Григорий Канович - Козленок за два гроша
— Доктор хвалил тебя, — не без гордости сказал Эфраим, усаживаясь на край кровати.
— За что?
— Говорит, веселый ты. Сам не унываешь и другим не даешь. Даст бог, выздоровеешь и вернешься. И я тебе еврейского медведя куплю.
— Еврейского медведя?
— Съезжу в Жвирбляй и куплю. Жвирбляйские медведи по семь-восемь литров молока дают. Попьешь, и хворь отступит.
— Козу? — рассмеялся Эзра. — Кто же ее еврейским медведем прозвал?
— Дед твой, Иаков. Помню, заболел на пасху. Ноги распухли. Как колоды. Кашель. Кровью харкает. Мать, прабабушка твоя Черна, уже из простыни саван сшила. Но тут кто-то посоветовал козье молоко…
— Спасибо, отец, но, видно, мне уже не понадобятся ни русские медведи, ни еврейские…
— Понадобятся… Еще как понадобятся. Я тебе, сынок, привет привез, — выпалил старик Эфраим.
— От Нехамы?
— И от Нехамы, и от Ханы, и от Фейги, и от той… в шляпе с пером. Передайте, говорит, что скоро свидимся, что он мне… что я…
Эзра не спускал с отца глаз, и Эфраиму стало даже неловко от его взгляда.
Эфраим помолчал, обвел взглядом палату, покосился на Эзру, вытер краем одеяла слезившиеся глаза и выдохнул:
— Она тебя любит.
— Теперь мне все равно.
— Эзра! — тихо сказал Эфраим. — Ты знаешь, что я об этом думаю… Прикинул я все за и против… и решил…
— Что?
— Так решил бы каждый отец. Если хочешь — женитесь! Только… только…
— Что?
— Дом есть… перекроете крышу… перестелите половицы… смените наличники на окнах…

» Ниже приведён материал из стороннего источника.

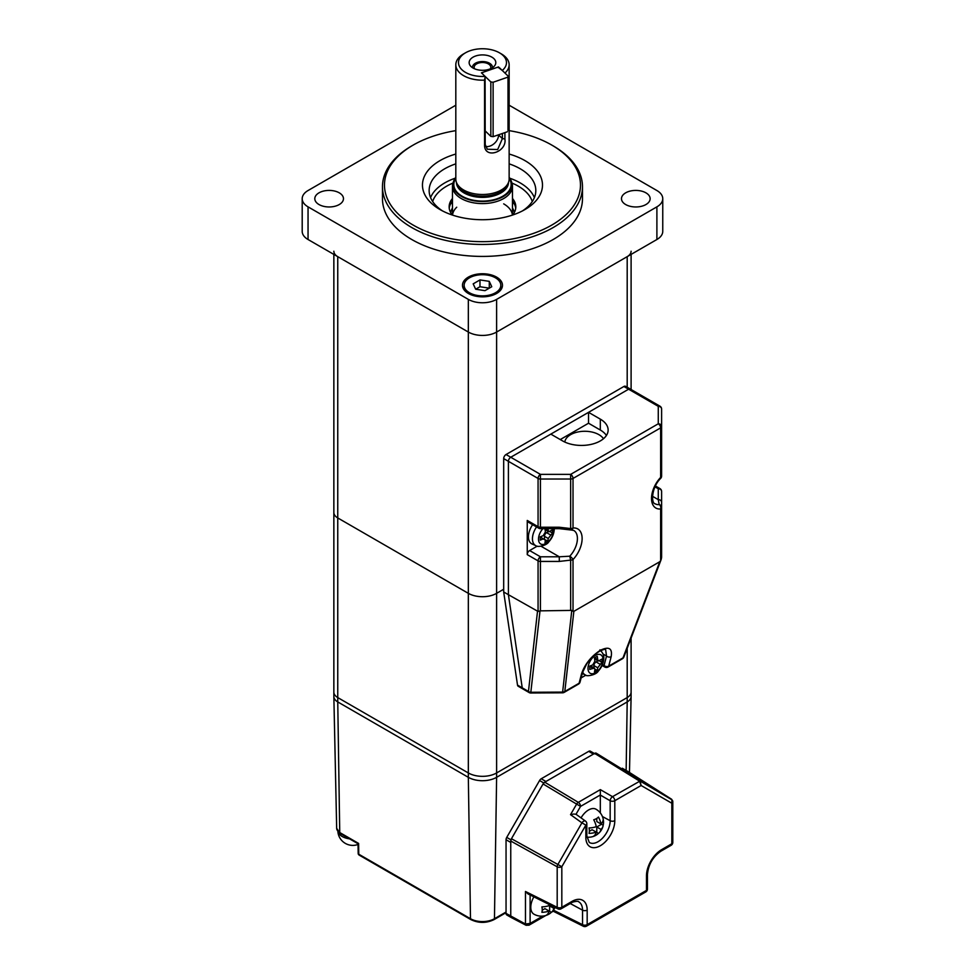 <?xml version="1.0" encoding="UTF-8"?>
<svg xmlns="http://www.w3.org/2000/svg" width="975" height="975" viewBox="0 0 975 975"><rect width="100%" height="100%" fill="white"/><g stroke="black" fill="none" stroke-linecap="round" stroke-linejoin="round"><path stroke-width="1.46" d="M631.105 638.064L631.105 692.128A13.333 7.703 180 0 1 627.193 697.576A13.333 7.703 0 0 0 631.105 692.128L631.105 696.479A13.333 7.703 0 0 1 627.193 701.927A13.333 7.703 0 0 0 631.105 696.577L629.472 772.468M631.105 251.221A13.333 7.703 180 0 1 627.193 256.657L496.616 332.048L496.616 593.336L503.685 589.253L496.616 593.336A20 11.542 180 0 1 468.329 593.336A20 11.542 0 0 0 496.616 593.336L496.616 772.956L627.193 697.576L627.193 648.277M333.852 254.402L333.852 512.497A13.333 7.703 0 0 0 337.752 517.944A13.333 7.703 180 0 1 333.852 512.497L333.852 692.128A13.333 7.703 0 0 0 337.752 697.576A13.333 7.703 180 0 1 333.852 692.128L333.852 696.479A13.333 7.703 0 0 0 337.752 701.927L468.329 777.319A20 11.542 0 0 0 496.616 777.319L496.616 772.956A20 11.542 180 0 1 468.329 772.956A20 11.542 0 0 0 496.616 772.956L627.193 697.576L627.193 701.927L496.616 777.319L627.193 701.927L626.145 770.457M337.752 256.657L337.752 697.576L468.329 772.956L468.329 593.336L337.752 517.944L468.329 593.336L468.329 332.048L337.752 256.657A13.333 7.703 180 0 1 333.852 251.221M504.904 132.612L504.904 138.974C507.11 151.759 485.501 159.254 484.575 145.994L484.575 80.133A26.666 15.393 180 0 1 459.591 72.686A26.666 15.393 180 0 1 455.812 64.789L455.812 179.095A26.666 15.393 0 0 0 456.288 182.008L456.946 183.97A25.996 15.015 0 0 0 460.163 188.833A25.996 15.015 0 0 0 486.976 195.914A25.996 15.015 0 0 0 507.999 183.97L508.658 182.008A26.666 15.393 0 0 0 509.145 179.095L509.145 64.789A26.666 15.393 180 0 1 504.952 73.064M455.812 177.353A29.433 16.989 0 0 0 453.582 181.313A29.433 16.989 0 0 0 457.214 193.257A29.433 16.989 0 0 0 492.972 200.411A29.433 16.989 0 0 0 511.363 181.313A29.433 16.989 0 0 0 509.145 177.353M453.582 181.313L453.022 182.995A30.006 17.318 0 0 0 452.473 186.274A30.006 17.318 0 0 0 456.727 195.171A30.006 17.318 0 0 0 490.462 202.971A30.006 17.318 0 0 0 512.472 186.274A30.006 17.318 0 0 0 511.936 182.995L511.363 181.313M456.288 182.008A26.666 15.393 0 0 0 459.591 186.993A26.666 15.393 0 0 0 487.098 194.257A26.666 15.393 0 0 0 508.658 182.008M498.578 67.616L502.259 70.456A23.997 13.857 0 0 0 503.076 55.49A23.997 13.857 0 0 0 499.444 52.808L501.333 53.893A26.666 15.393 180 0 1 505.355 56.879A26.666 15.393 180 0 1 509.145 64.789M499.444 52.808A23.997 13.857 0 0 0 465.502 52.808A23.997 13.857 0 0 0 461.882 69.713A23.997 13.857 0 0 0 485.087 76.379L485.209 144.544L487.317 149.224L497.664 149.553L502.381 138.608L502.381 133.49M484.575 80.133L485.209 76.672M455.812 64.789A26.666 15.393 180 0 1 463.612 53.893L465.502 52.808M493.923 58.658A13.333 7.703 0 0 0 476.324 55.782A13.333 7.703 0 0 0 470.303 65.752A13.333 7.703 0 0 0 471.035 66.556A13.333 7.703 0 0 0 483.259 70.285A13.333 7.703 0 0 0 494.642 65.752A13.333 7.703 0 0 0 493.923 58.658M492.448 67.714A10.006 5.777 0 0 0 491.059 64.362A10.006 5.777 0 0 0 479.481 61.815A10.006 5.777 0 0 0 472.497 67.714M490.413 68.798A8.336 4.814 0 0 0 490.803 67.324A8.336 4.814 0 0 0 489.621 64.85A8.336 4.814 0 0 0 480.261 62.68A8.336 4.814 0 0 0 474.143 67.324A8.336 4.814 0 0 0 474.545 68.798M485.526 146.421A10.006 7.008 134 0 0 494.191 143.593A10.006 7.008 134 0 0 498.578 134.952L498.578 134.794M498.578 66.909L481.418 72.832L485.087 76.379M450.645 212.574A32.004 18.476 180 0 1 452.473 208.041M456.727 207.224A30.006 17.318 -0 0 0 452.522 215.097M512.472 208.041A32.004 18.476 180 0 1 514.3 212.574M514.422 204.092A36.672 21.17 -0 0 0 512.472 202.3M452.473 202.3A36.672 21.17 -0 0 0 450.523 204.092M512.423 215.097A30.006 17.318 -0 0 0 503.685 203.86M662.756 198.693L662.756 231.355A20 11.542 180 0 1 656.894 239.509L496.616 332.048A20 11.542 180 0 1 468.329 332.048L308.051 239.509A20 11.542 180 0 1 302.201 231.355L302.201 198.693A20 11.542 -0 0 0 308.051 206.858L468.329 299.386A20 11.542 -0 0 0 496.616 299.386L656.894 206.858A20 11.542 -0 0 0 662.756 198.693A20 11.542 -0 0 0 656.894 190.527L509.145 105.215M339.276 192.843A14.332 8.275 -0 0 0 323.651 191.039A14.332 8.275 -0 0 0 314.803 198.693A14.332 8.275 -0 0 0 319.008 204.543A14.332 8.275 -0 0 0 334.62 206.334A14.332 8.275 -0 0 0 343.468 198.693A14.332 8.275 -0 0 0 339.276 192.843M645.938 192.843A14.332 8.275 -0 0 0 630.325 191.039A14.332 8.275 -0 0 0 621.477 198.693A14.332 8.275 -0 0 0 625.67 204.543A14.332 8.275 -0 0 0 641.294 206.334A14.332 8.275 -0 0 0 650.142 198.693A14.332 8.275 -0 0 0 645.938 192.843M382.468 186.712L382.468 198.693A99.998 57.732 -0 0 0 411.767 239.509A99.998 57.732 -0 0 0 520.747 252.025A99.998 57.732 -0 0 0 582.477 198.693L582.477 186.712A99.998 57.732 180 0 1 520.747 240.057A99.998 57.732 180 0 1 411.767 227.541A99.998 57.732 180 0 1 382.468 186.712A99.998 57.732 180 0 1 411.767 145.897L413.181 145.08A98 56.574 -0 0 0 413.181 225.091A98 56.574 -0 0 0 551.765 225.091A98 56.574 -0 0 0 551.777 145.08A98 56.574 -0 0 0 551.765 145.068L553.191 145.884A99.998 57.732 180 0 1 553.191 145.897A99.998 57.732 180 0 1 582.477 186.712M509.145 154.05A59.999 34.637 180 0 1 524.903 160.582A59.999 34.637 180 0 1 524.903 209.576A59.999 34.637 180 0 1 440.042 209.576L440.042 209.576A59.999 34.637 180 0 1 455.812 154.05M522.405 210.941A53.332 30.798 -0 0 0 535.811 190.527A53.332 30.798 -0 0 0 520.187 168.748A53.332 30.798 -0 0 0 509.145 163.861M455.812 163.861A53.332 30.798 -0 0 0 429.146 190.527A53.332 30.798 -0 0 0 442.54 210.941M449.219 208.211A33.333 19.244 180 0 1 452.473 201.191M452.29 215.024A33.333 19.244 180 0 1 449.146 206.858A33.333 19.244 180 0 1 452.473 198.461M496.616 277.132A20 11.542 -0 0 0 474.825 274.621A20 11.542 -0 0 0 462.479 285.297A20 11.542 -0 0 0 468.329 293.451A20 11.542 -0 0 0 490.133 295.961A20 11.542 -0 0 0 502.478 285.297A20 11.542 -0 0 0 496.616 277.132M512.472 201.191A33.333 19.244 180 0 1 515.726 208.211M512.472 198.461A33.333 19.244 180 0 1 515.812 206.858A33.333 19.244 180 0 1 512.655 215.024M553.191 145.897L551.777 145.08A98 56.574 -0 0 0 509.145 130.638M455.812 130.638A98 56.574 -0 0 0 413.181 145.08M496.616 299.386L496.616 332.048A20 11.542 180 0 1 468.329 332.048L468.329 299.386M455.812 105.215L308.051 190.527A20 11.542 -0 0 0 302.201 198.693M336.668 828.311A10.518 6.069 0 0 0 339.739 832.528A1.999 1.158 120 0 0 340.153 833.418L336.668 828.311L333.852 696.577A13.333 7.703 0 0 0 337.752 701.927L337.752 697.576L468.329 772.956L468.329 777.319A20 11.542 0 0 0 496.616 777.319L494.459 918.718L506.049 912.027M358.605 843.424L358.763 854.21L470.486 918.718A16.953 9.787 0 0 0 494.459 918.718A1.999 1.158 -120 0 1 494.045 919.608C486.33 923.301 478.615 923.301 470.901 919.608A1.999 1.158 -60 0 1 470.486 918.718L468.329 777.319L337.752 701.927L339.739 832.528L358.605 843.424M602.428 816.55L610.167 820.718A3.339 1.926 0 0 0 614.798 820.67A20.463 11.822 -60 0 1 600.32 845.739A20.463 11.822 -60 0 1 585.853 837.379A3.339 1.926 180 0 0 586.828 836.026L586.828 823.753A3.339 1.926 180 0 1 585.853 825.118L561.819 866.738L561.819 907.274A3.339 1.926 180 0 1 557.188 907.323A3.339 1.926 116.5 0 0 557.98 908.895L527.987 893.917L525.476 891.479L557.188 907.323L557.188 866.787L510.754 841.035L510.754 916.122L510.754 842.437L506.049 839.719A3.339 1.926 -60 0 1 506.732 837.403L539.565 780.536A3.339 1.926 -60 0 1 541.235 778.769L545.951 781.499L593.422 754.089L588.705 751.359L541.235 778.769M595.091 753.919A3.339 1.926 120 0 0 593.422 754.089M590.375 751.201L594.397 753.517L590.375 751.201A3.339 1.926 -60 0 0 588.705 751.359M627.242 772.493L627.924 772.87A3.339 1.926 120 0 1 628.132 773.041M506.049 839.719L506.049 913.404A3.339 1.926 120 0 0 506.732 914.928L511.448 917.646A3.339 1.926 120 0 0 511.497 917.67A3.339 1.926 120 0 1 510.754 916.122A3.339 1.926 120 0 0 511.448 917.646M573.788 814.027L576.006 814.271L585.439 821.047A3.339 1.816 125.8 0 0 583.696 821.157A3.339 1.816 125.8 0 0 581.917 822.839L570.533 814.649L573.788 814.027M570.533 814.649L576.627 804.107L580.564 806.386A3.339 1.926 60 0 0 578.297 802.352A3.339 1.828 121 0 0 576.627 804.107L543.063 783.949L544.732 782.194L578.297 802.352L600.332 789.628L612.519 796.672L640.063 781.036L596.298 753.224L644.146 782.706C648.716 785.18 647.449 784.18 640.356 779.707L647.388 784.436M640.027 780.28L640.356 779.707L622.318 768.239L627.924 771.469A3.339 1.926 120 0 1 627.961 771.505A3.339 1.926 120 0 1 627.997 771.53M600.32 812.943L600.332 794.978L580.564 806.386L576.006 814.271M543.063 783.949L511.448 838.719L557.883 864.472L581.917 822.839L585.853 825.118L585.853 837.379M530.107 894.977L530.107 923.422L529.059 925.165L545.817 915.488M542.831 916.086L530.107 923.422L525.476 924.044L525.476 891.479M510.754 841.035L511.448 838.719M628.607 773.333L628.607 773.004A3.339 1.926 120 0 0 628.473 772.151M596.298 753.224A3.339 1.926 120 0 0 594.64 753.382L639.503 781.097L641.123 785.509L640.063 781.036L671.909 799.805L671.824 803.229L641.123 785.509L614.798 800.707L614.798 820.67M594.64 753.382L544.732 782.194M600.332 789.628L600.332 794.978M672.543 800.426L671.824 803.229L671.824 843.753A3.339 1.926 60 0 1 671.141 845.288A3.339 3.339 0 0 0 672.799 842.4A3.339 1.926 180 0 1 671.824 843.753L661.611 849.664A3.339 1.926 60 0 1 660.916 851.187C652.811 856.867 648.326 864.642 647.449 874.502A3.339 1.926 180 0 1 646.474 875.867A21.401 12.358 -60 0 1 661.611 849.664M623.915 656.675A3.339 2.035 -159.1 0 1 623.829 657.065A3.339 2.035 -159.1 0 1 623.001 657.881L659.783 561.722L573.861 611.325L564.805 691.482L579.101 683.231L581.563 673.762A3.339 2.352 14.6 0 0 582.502 672.592L586.658 663.975C590.594 658.283 594.908 654.042 599.613 651.239L599.613 651.239A3.339 1.926 -120 0 0 600.222 650.349C608.912 646.145 612.556 648.253 611.167 656.675A3.339 2.352 -165.4 0 1 606.523 656.029L605.621 649.545C605.268 648.948 603.269 649.521 599.613 651.239M659.783 561.722L660.636 560.649L660.636 508.974A20.938 12.09 -60 0 1 651.519 498.457A20.938 12.09 -60 0 1 660.636 477.409L660.636 427.879L573.02 478.457L573.02 527.999A20.938 12.09 -60 0 1 582.124 538.517A20.938 12.09 -60 0 1 573.02 559.553L573.02 611.24L573.861 611.325M661.416 558.651L660.636 560.649L661.611 557.493L661.611 507.609A3.339 3.157 180 0 0 659.185 504.575L658.271 499.627L658.271 488.743A3.339 2.718 -0 0 1 661.611 491.473L661.611 507.609A3.339 1.926 180 0 1 660.636 508.974A3.339 2.511 84.5 0 0 659.185 504.575A17.599 10.164 120 0 1 655.163 503.795C650.91 503.38 651.471 487.183 660.697 478.347A3.339 1.036 -136.6 0 0 660.636 477.409A3.339 1.926 180 0 0 661.611 476.056L661.611 426.514A3.339 2.718 180 0 0 658.271 423.796A3.339 1.926 60 0 1 660.636 427.879A3.339 1.926 180 0 0 661.611 426.514L661.611 409.049A3.339 2.718 180 0 0 658.271 406.331L628.607 389.208A3.339 1.926 -60 0 1 630.277 389.037A3.339 1.926 120 0 0 628.607 389.208L510.754 457.251L550.826 434.119L562.612 440.919A26.666 15.393 0 0 0 591.679 444.259A26.666 15.393 0 0 0 608.132 430.036A26.666 15.393 0 0 0 600.32 419.14L588.534 412.34L628.607 389.208L623.89 386.49L506.049 454.521L510.754 457.251A3.339 1.926 120 0 0 508.402 461.333L508.402 594.689L538.066 611.459L538.066 560.869L527.256 554.629A3.339 1.926 -60 0 1 529.62 550.546L537.237 546.146M654.993 486.854L658.271 488.743A3.339 1.926 120 0 1 659.941 488.585A3.339 3.339 0 0 1 661.611 491.473L661.611 557.493M661.611 502.357A3.339 2.718 180 0 0 658.271 499.627L652.519 496.312M661.611 468.171L661.611 409.049A3.339 3.339 0 0 0 659.941 406.173A3.339 1.926 120 0 0 658.271 406.331L658.271 423.796L570.655 474.374L570.655 479.018L540.418 479.018L540.418 528.657A3.339 3.339 0 0 1 538.761 528.206A3.339 1.926 120 0 1 538.066 526.683L538.066 478.457A3.339 1.926 0 0 0 540.418 479.018L540.418 474.374L570.655 474.374A3.339 1.926 60 0 1 573.02 478.457A3.339 1.926 180 0 1 570.655 479.018L570.655 528.56L569.875 529.876A3.339 3.339 0 0 0 570.984 529.949A3.339 2.511 84.5 0 1 570.034 529.815M538.761 528.206L527.95 521.966A3.339 1.926 -60 0 1 527.256 520.443L527.256 554.629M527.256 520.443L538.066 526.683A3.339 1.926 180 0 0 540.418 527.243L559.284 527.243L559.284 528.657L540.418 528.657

Эфраим спешил все это выговорить сразу, без запинки, но он то и дело запинался, да к тому же глаза слезились, будто в палату дыму напустили. А может, и впрямь напустили. Чем дальше, тем туманнее делались лица, и Эзра был в какой-то дымке, чужой, отрешенный, зашептанный.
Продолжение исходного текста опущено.